> **What you are asked to do**: Exact copy without images: repeat every entry as written.

Top of Input data

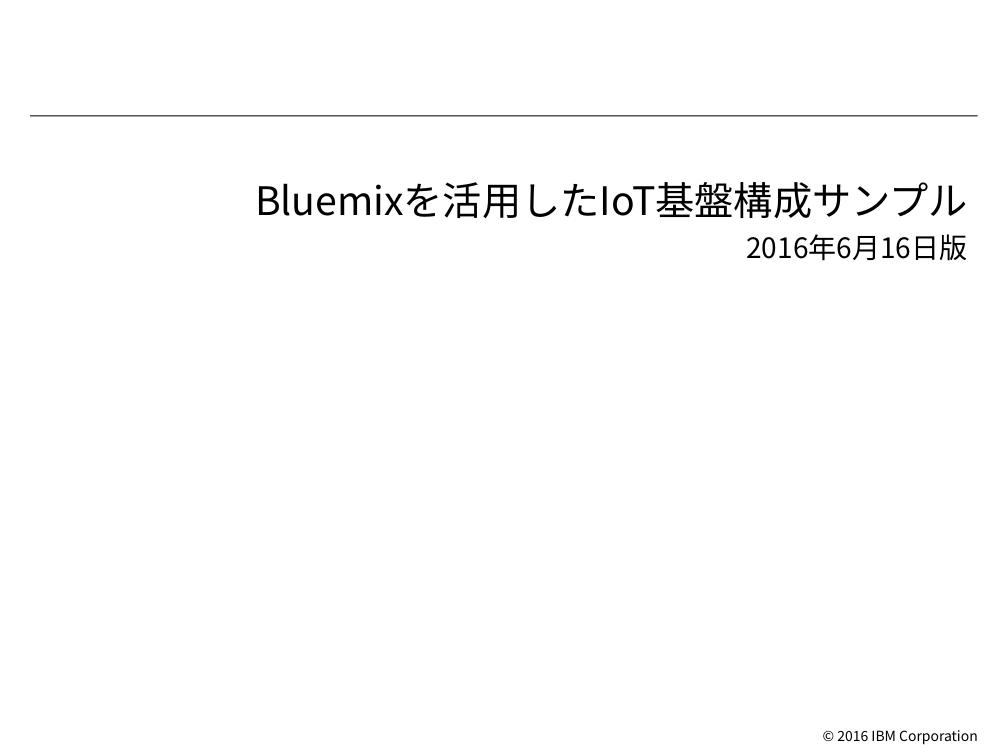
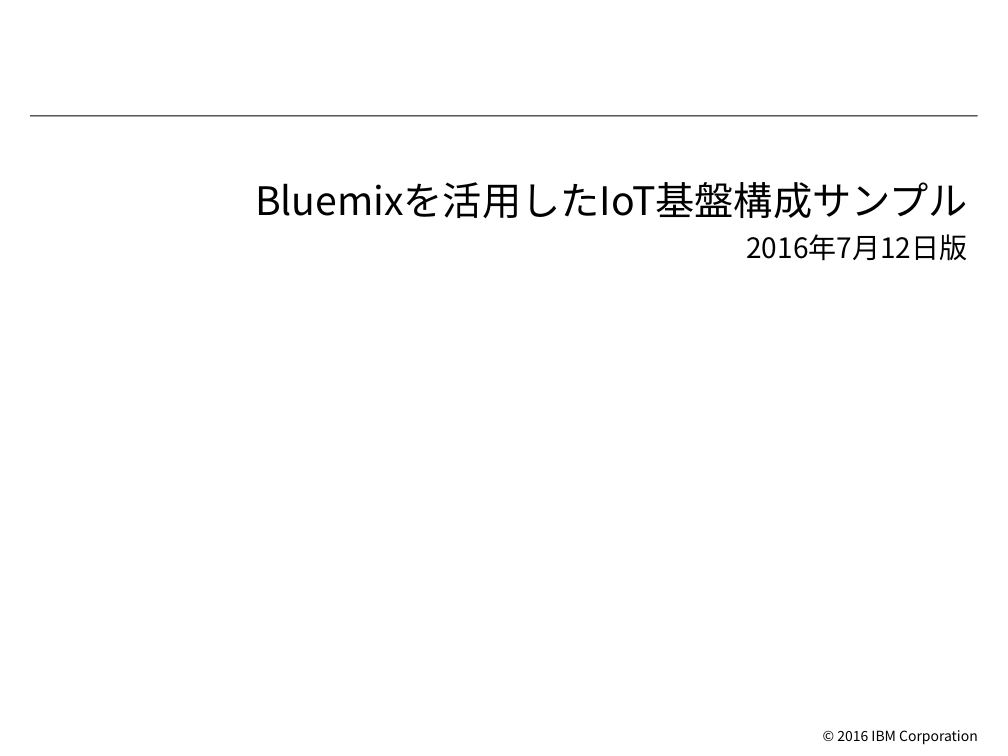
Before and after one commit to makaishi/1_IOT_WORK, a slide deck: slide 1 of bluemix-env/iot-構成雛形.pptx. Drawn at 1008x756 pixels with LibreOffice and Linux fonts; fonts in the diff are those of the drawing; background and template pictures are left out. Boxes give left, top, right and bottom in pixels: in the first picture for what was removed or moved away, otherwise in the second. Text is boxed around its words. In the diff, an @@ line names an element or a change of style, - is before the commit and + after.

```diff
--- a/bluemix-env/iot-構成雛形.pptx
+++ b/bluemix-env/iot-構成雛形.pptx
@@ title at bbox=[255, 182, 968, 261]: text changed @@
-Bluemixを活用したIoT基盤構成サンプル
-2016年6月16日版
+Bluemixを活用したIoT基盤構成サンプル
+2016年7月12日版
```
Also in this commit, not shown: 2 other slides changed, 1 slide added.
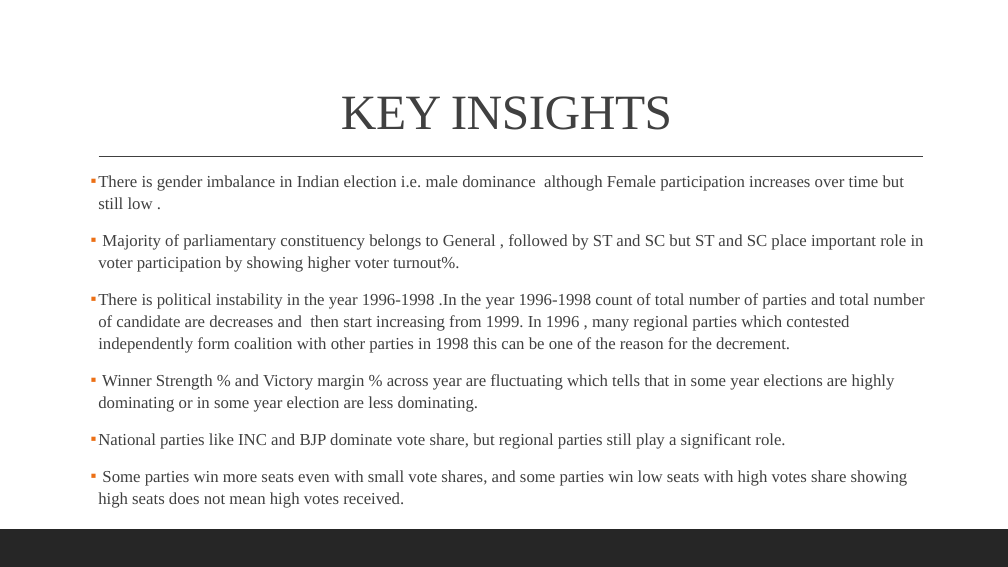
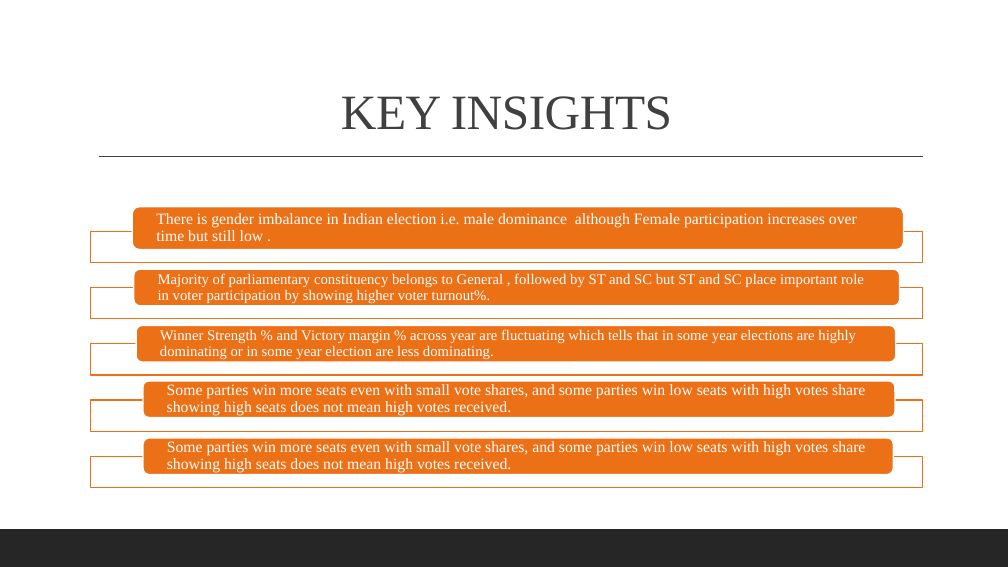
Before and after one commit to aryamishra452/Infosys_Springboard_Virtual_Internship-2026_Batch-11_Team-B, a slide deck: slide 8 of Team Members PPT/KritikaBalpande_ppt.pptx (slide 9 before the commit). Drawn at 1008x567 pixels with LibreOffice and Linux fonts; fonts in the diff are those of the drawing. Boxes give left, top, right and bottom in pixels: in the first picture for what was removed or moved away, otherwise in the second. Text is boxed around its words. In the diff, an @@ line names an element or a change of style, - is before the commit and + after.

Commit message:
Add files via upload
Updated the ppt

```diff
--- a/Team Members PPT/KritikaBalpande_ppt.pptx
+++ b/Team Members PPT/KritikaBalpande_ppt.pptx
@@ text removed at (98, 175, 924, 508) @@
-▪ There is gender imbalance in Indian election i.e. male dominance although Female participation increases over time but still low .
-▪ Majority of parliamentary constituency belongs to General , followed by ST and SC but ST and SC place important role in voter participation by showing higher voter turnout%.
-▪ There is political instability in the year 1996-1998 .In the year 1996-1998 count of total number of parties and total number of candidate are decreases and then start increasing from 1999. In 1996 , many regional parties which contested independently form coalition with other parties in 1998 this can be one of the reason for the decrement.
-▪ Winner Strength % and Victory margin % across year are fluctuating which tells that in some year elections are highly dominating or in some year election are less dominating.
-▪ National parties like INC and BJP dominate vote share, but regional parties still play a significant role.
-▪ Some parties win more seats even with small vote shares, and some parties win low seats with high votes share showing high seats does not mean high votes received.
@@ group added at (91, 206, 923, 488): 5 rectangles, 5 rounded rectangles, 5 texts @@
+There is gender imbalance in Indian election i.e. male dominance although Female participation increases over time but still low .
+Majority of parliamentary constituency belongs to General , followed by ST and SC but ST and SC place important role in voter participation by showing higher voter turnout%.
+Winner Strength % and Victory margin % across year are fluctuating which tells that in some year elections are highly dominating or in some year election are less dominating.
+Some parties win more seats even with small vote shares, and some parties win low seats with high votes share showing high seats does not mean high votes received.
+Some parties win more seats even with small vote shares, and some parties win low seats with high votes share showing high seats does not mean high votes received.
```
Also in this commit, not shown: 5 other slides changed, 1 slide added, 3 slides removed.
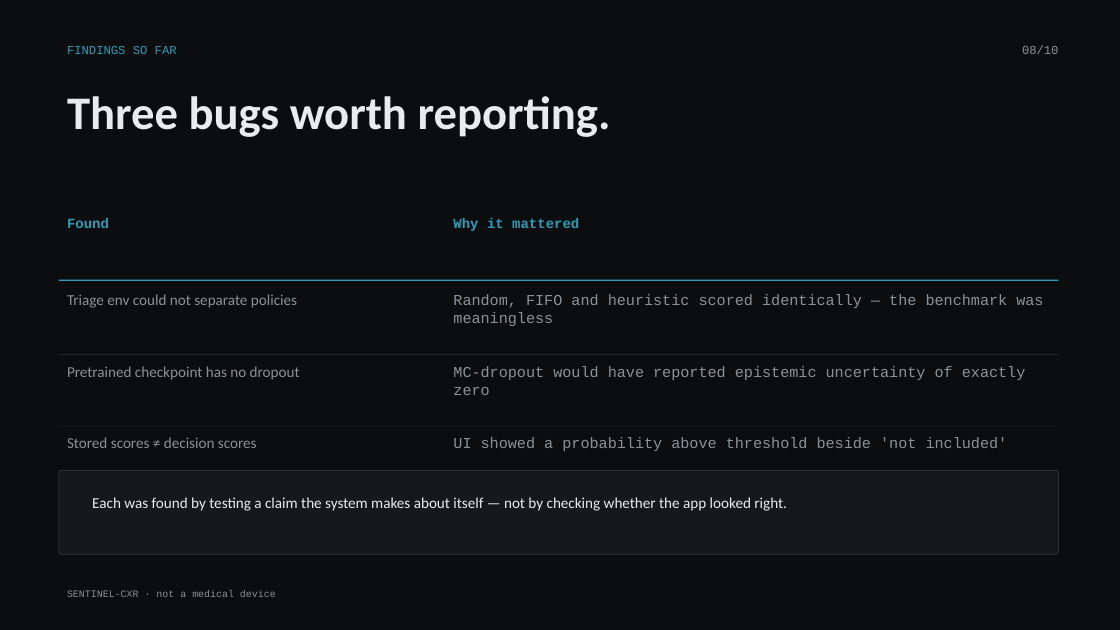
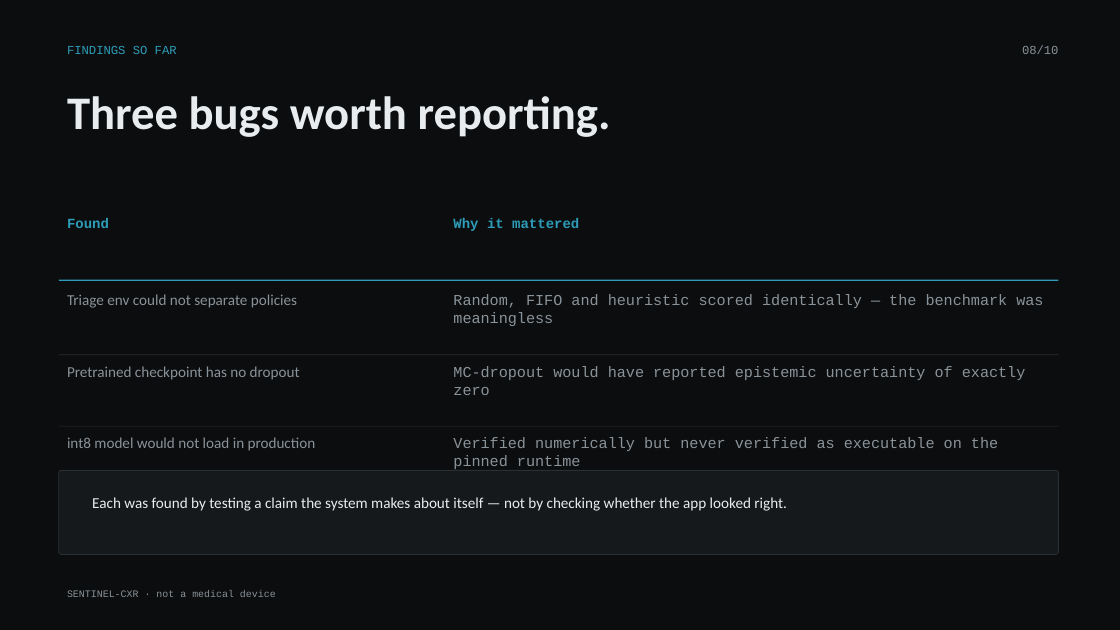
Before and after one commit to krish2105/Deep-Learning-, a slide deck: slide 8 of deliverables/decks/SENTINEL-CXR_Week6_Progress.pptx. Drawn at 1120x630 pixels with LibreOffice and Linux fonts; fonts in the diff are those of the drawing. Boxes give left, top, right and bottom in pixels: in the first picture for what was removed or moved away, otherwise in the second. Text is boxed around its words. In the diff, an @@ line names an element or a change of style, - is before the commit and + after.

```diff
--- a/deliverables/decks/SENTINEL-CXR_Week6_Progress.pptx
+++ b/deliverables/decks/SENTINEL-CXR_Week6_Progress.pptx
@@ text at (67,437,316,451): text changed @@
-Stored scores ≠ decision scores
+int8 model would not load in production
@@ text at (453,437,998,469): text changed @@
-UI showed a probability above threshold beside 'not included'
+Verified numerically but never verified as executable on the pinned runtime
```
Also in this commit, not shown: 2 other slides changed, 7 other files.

Bottom of Input data

> **Answer space**:
Before and after one commit to makaishi/1_IOT_WORK, a slide deck: slide 1 of bluemix-env/iot-構成雛形.pptx. Drawn at 1008x756 pixels with LibreOffice and Linux fonts; fonts in the diff are those of the drawing; background and template pictures are left out. Boxes give left, top, right and bottom in pixels: in the first picture for what was removed or moved away, otherwise in the second. Text is boxed around its words. In the diff, an @@ line names an element or a change of style, - is before the commit and + after.

```diff
--- a/bluemix-env/iot-構成雛形.pptx
+++ b/bluemix-env/iot-構成雛形.pptx
@@ title at bbox=[255, 182, 968, 261]: text changed @@
-Bluemixを活用したIoT基盤構成サンプル
-2016年6月16日版
+Bluemixを活用したIoT基盤構成サンプル
+2016年7月12日版
```
Also in this commit, not shown: 2 other slides changed, 1 slide added.
Before and after one commit to aryamishra452/Infosys_Springboard_Virtual_Internship-2026_Batch-11_Team-B, a slide deck: slide 8 of Team Members PPT/KritikaBalpande_ppt.pptx (slide 9 before the commit). Drawn at 1008x567 pixels with LibreOffice and Linux fonts; fonts in the diff are those of the drawing. Boxes give left, top, right and bottom in pixels: in the first picture for what was removed or moved away, otherwise in the second. Text is boxed around its words. In the diff, an @@ line names an element or a change of style, - is before the commit and + after.

Commit message:
Add files via upload
Updated the ppt

```diff
--- a/Team Members PPT/KritikaBalpande_ppt.pptx
+++ b/Team Members PPT/KritikaBalpande_ppt.pptx
@@ text removed at (98, 175, 924, 508) @@
-▪ There is gender imbalance in Indian election i.e. male dominance although Female participation increases over time but still low .
-▪ Majority of parliamentary constituency belongs to General , followed by ST and SC but ST and SC place important role in voter participation by showing higher voter turnout%.
-▪ There is political instability in the year 1996-1998 .In the year 1996-1998 count of total number of parties and total number of candidate are decreases and then start increasing from 1999. In 1996 , many regional parties which contested independently form coalition with other parties in 1998 this can be one of the reason for the decrement.
-▪ Winner Strength % and Victory margin % across year are fluctuating which tells that in some year elections are highly dominating or in some year election are less dominating.
-▪ National parties like INC and BJP dominate vote share, but regional parties still play a significant role.
-▪ Some parties win more seats even with small vote shares, and some parties win low seats with high votes share showing high seats does not mean high votes received.
@@ group added at (91, 206, 923, 488): 5 rectangles, 5 rounded rectangles, 5 texts @@
+There is gender imbalance in Indian election i.e. male dominance although Female participation increases over time but still low .
+Majority of parliamentary constituency belongs to General , followed by ST and SC but ST and SC place important role in voter participation by showing higher voter turnout%.
+Winner Strength % and Victory margin % across year are fluctuating which tells that in some year elections are highly dominating or in some year election are less dominating.
+Some parties win more seats even with small vote shares, and some parties win low seats with high votes share showing high seats does not mean high votes received.
+Some parties win more seats even with small vote shares, and some parties win low seats with high votes share showing high seats does not mean high votes received.
```
Also in this commit, not shown: 5 other slides changed, 1 slide added, 3 slides removed.
Before and after one commit to krish2105/Deep-Learning-, a slide deck: slide 8 of deliverables/decks/SENTINEL-CXR_Week6_Progress.pptx. Drawn at 1120x630 pixels with LibreOffice and Linux fonts; fonts in the diff are those of the drawing. Boxes give left, top, right and bottom in pixels: in the first picture for what was removed or moved away, otherwise in the second. Text is boxed around its words. In the diff, an @@ line names an element or a change of style, - is before the commit and + after.

```diff
--- a/deliverables/decks/SENTINEL-CXR_Week6_Progress.pptx
+++ b/deliverables/decks/SENTINEL-CXR_Week6_Progress.pptx
@@ text at (67,437,316,451): text changed @@
-Stored scores ≠ decision scores
+int8 model would not load in production
@@ text at (453,437,998,469): text changed @@
-UI showed a probability above threshold beside 'not included'
+Verified numerically but never verified as executable on the pinned runtime
```
Also in this commit, not shown: 2 other slides changed, 7 other files.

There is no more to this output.